WHAT IS BEING ASKED
A bare number is the only acceptable answer: how many lines of these entries include "commit"?

STORED DATA
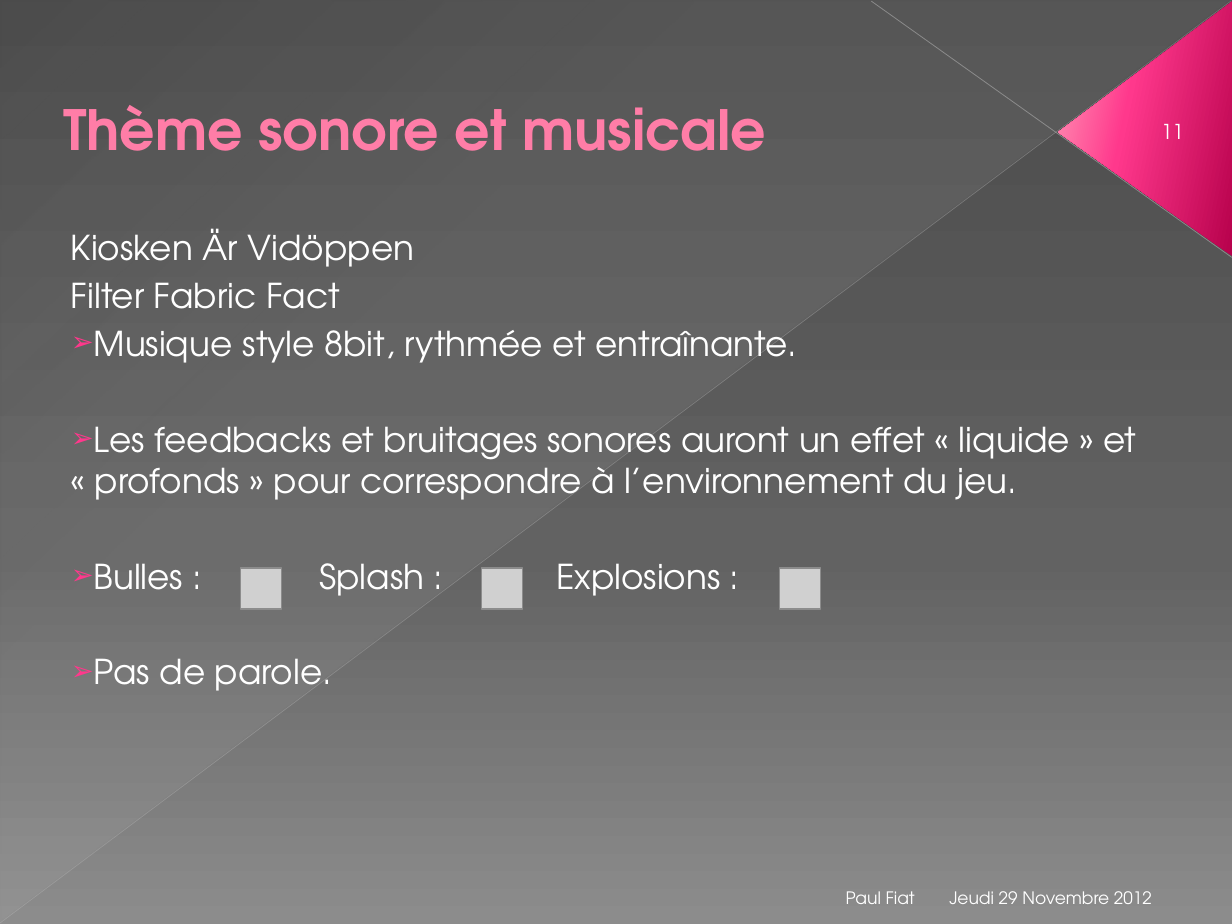
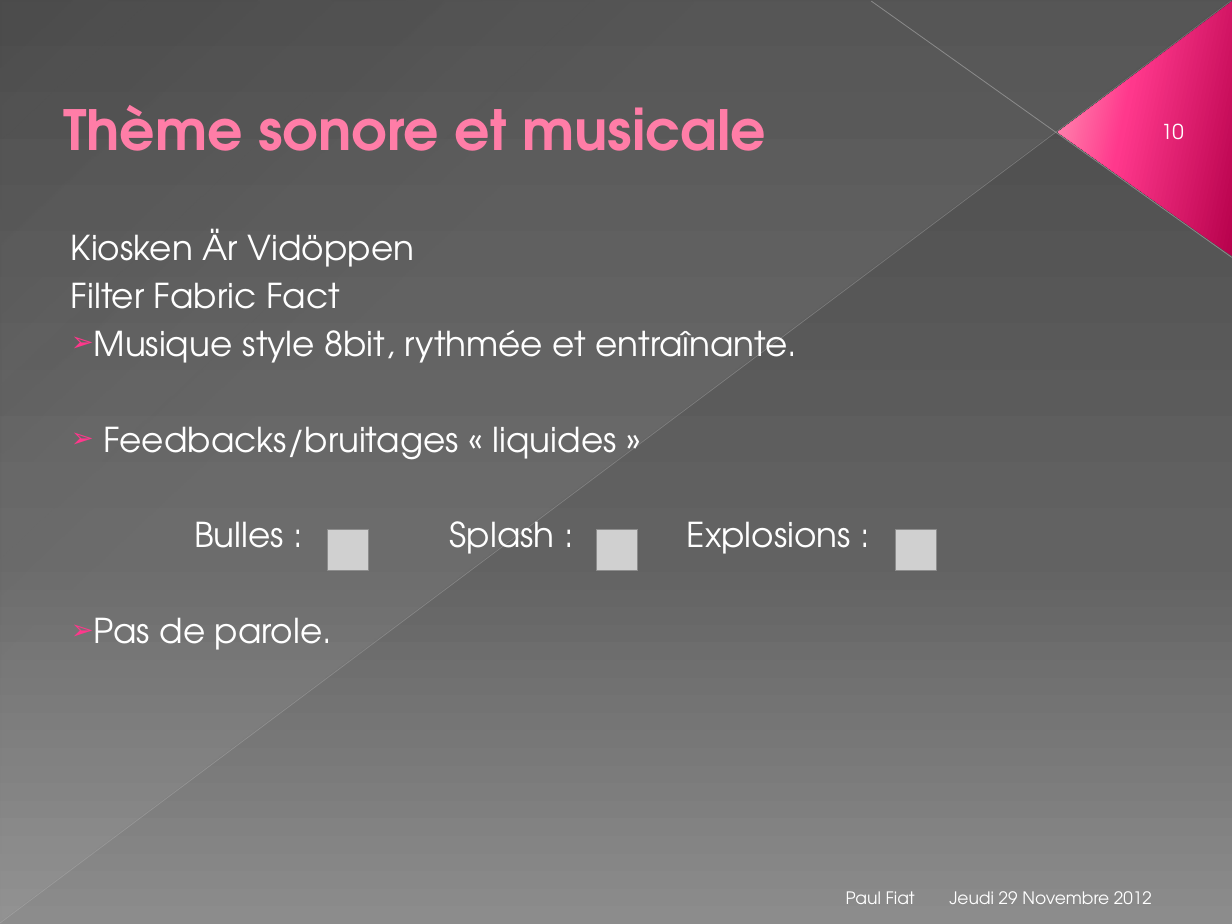
Before and after one commit to Nyarlygames/OBG, a slide deck: slide 10 of GD/Présentation.pptx (slide 11 before the commit). Drawn at 1232x924 pixels with LibreOffice and Linux fonts; fonts in the diff are those of the drawing; grey boxes stand for pictures. Boxes give left, top, right and bottom in pixels: in the first picture for what was removed or moved away, otherwise in the second. Text is boxed around its words. In the diff, an @@ line names an element or a change of style, - is before the commit and + after.

```diff
--- a/GD/Présentation.pptx
+++ b/GD/Présentation.pptx
@@ page number at (1161, 123, 1184, 139): text changed @@
-11
+10
@@ text at (103, 426, 616, 460): text changed @@
-➢ Les feedbacks et bruitages sonores auront un effet « liquide » et « profonds » pour correspondre à l’environnement du jeu.
+➢ Feedbacks/bruitages « liquides »
@@ text at (194, 521, 851, 554): bullet ➢ to none @@
@@ picture: place and size @@
-picture at (240, 568, 281, 609)
+picture at (328, 530, 368, 570)
@@ picture: place and size @@
-picture at (482, 568, 522, 609)
+picture at (596, 530, 637, 570)
@@ picture: place and size @@
-picture at (780, 568, 821, 609)
+picture at (896, 530, 936, 570)
```
Also in this commit, not shown: 7 other slides changed, 1 slide added, 1 slide removed, 3 other files.

OUTPUT OF THE EXERCISE
2